## Problem:
Restate every line of the data word for word, except for the images.

Segment Start: Data extract

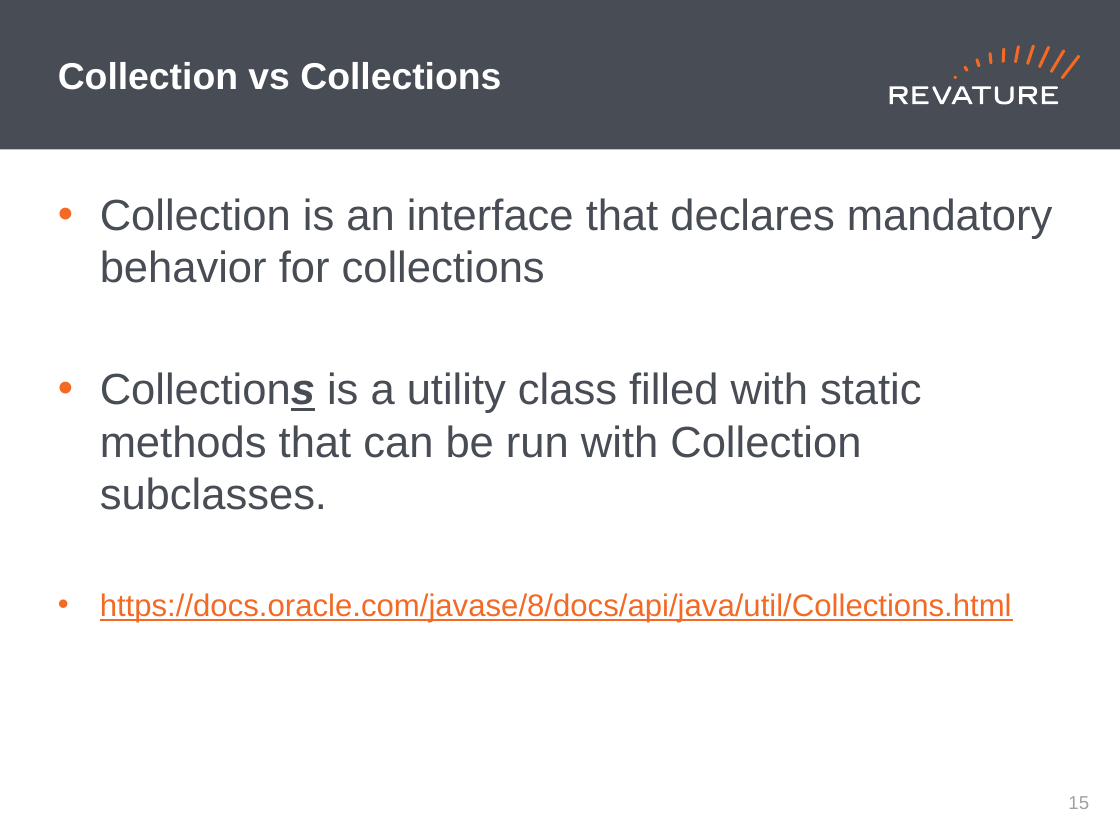
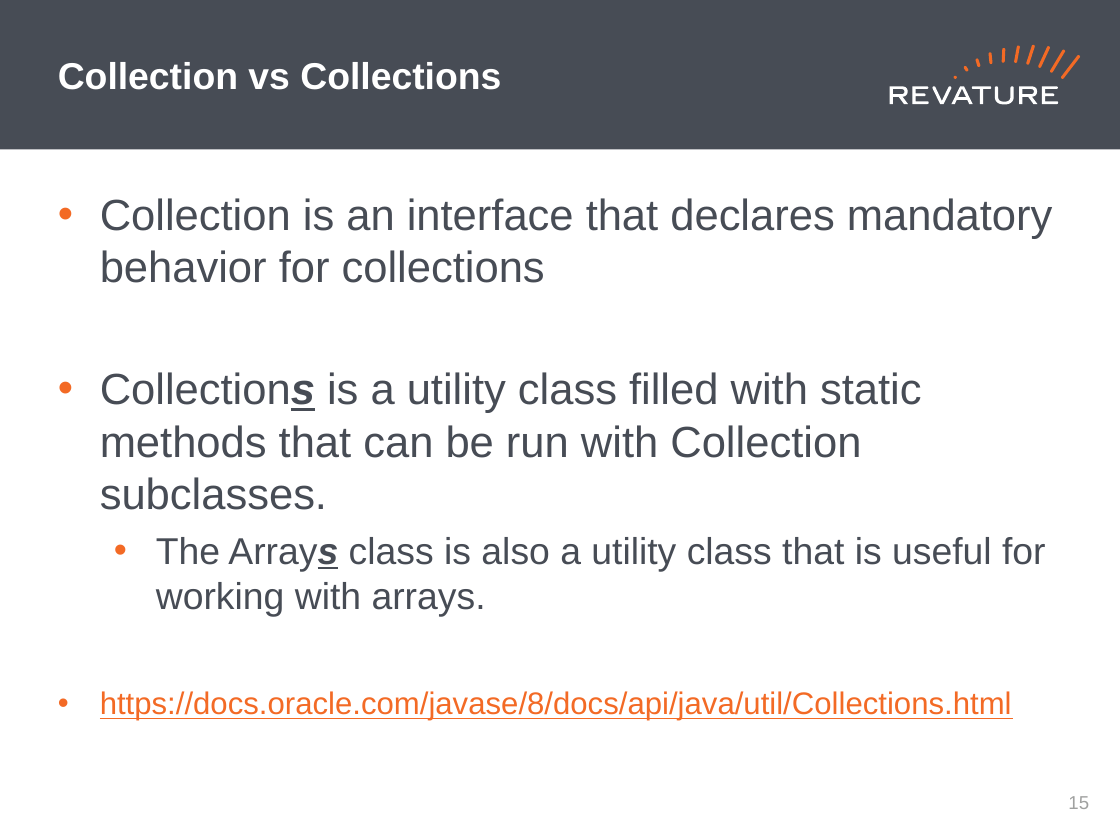
Before and after one commit to jhigherevature/spark-examples, a slide deck: slide 16 of revised-ppts/Day 16 PPT.pptx. Drawn at 1120x840 pixels with LibreOffice and Linux fonts; fonts in the diff are those of the drawing. Boxes give left, top, right and bottom in pixels: in the first picture for what was removed or moved away, otherwise in the second. Text is boxed around its words. In the diff, an @@ line names an element or a change of style, - is before the commit and + after.

```diff
--- a/revised-ppts/Day 16 PPT.pptx
+++ b/revised-ppts/Day 16 PPT.pptx
@@ text at bbox=[156, 537, 1046, 616]: paragraph added @@
+  • The Arrays class is also a utility class that is useful for working with arrays.
```
Also in this commit, not shown: 6 other slides changed, 1 slide added, 1 slide removed, 6 other files.

Segment End: Data extract

## Written answer:
Before and after one commit to jhigherevature/spark-examples, a slide deck: slide 16 of revised-ppts/Day 16 PPT.pptx. Drawn at 1120x840 pixels with LibreOffice and Linux fonts; fonts in the diff are those of the drawing. Boxes give left, top, right and bottom in pixels: in the first picture for what was removed or moved away, otherwise in the second. Text is boxed around its words. In the diff, an @@ line names an element or a change of style, - is before the commit and + after.

```diff
--- a/revised-ppts/Day 16 PPT.pptx
+++ b/revised-ppts/Day 16 PPT.pptx
@@ text at bbox=[156, 537, 1046, 616]: paragraph added @@
+  • The Arrays class is also a utility class that is useful for working with arrays.
```
Also in this commit, not shown: 6 other slides changed, 1 slide added, 1 slide removed, 6 other files.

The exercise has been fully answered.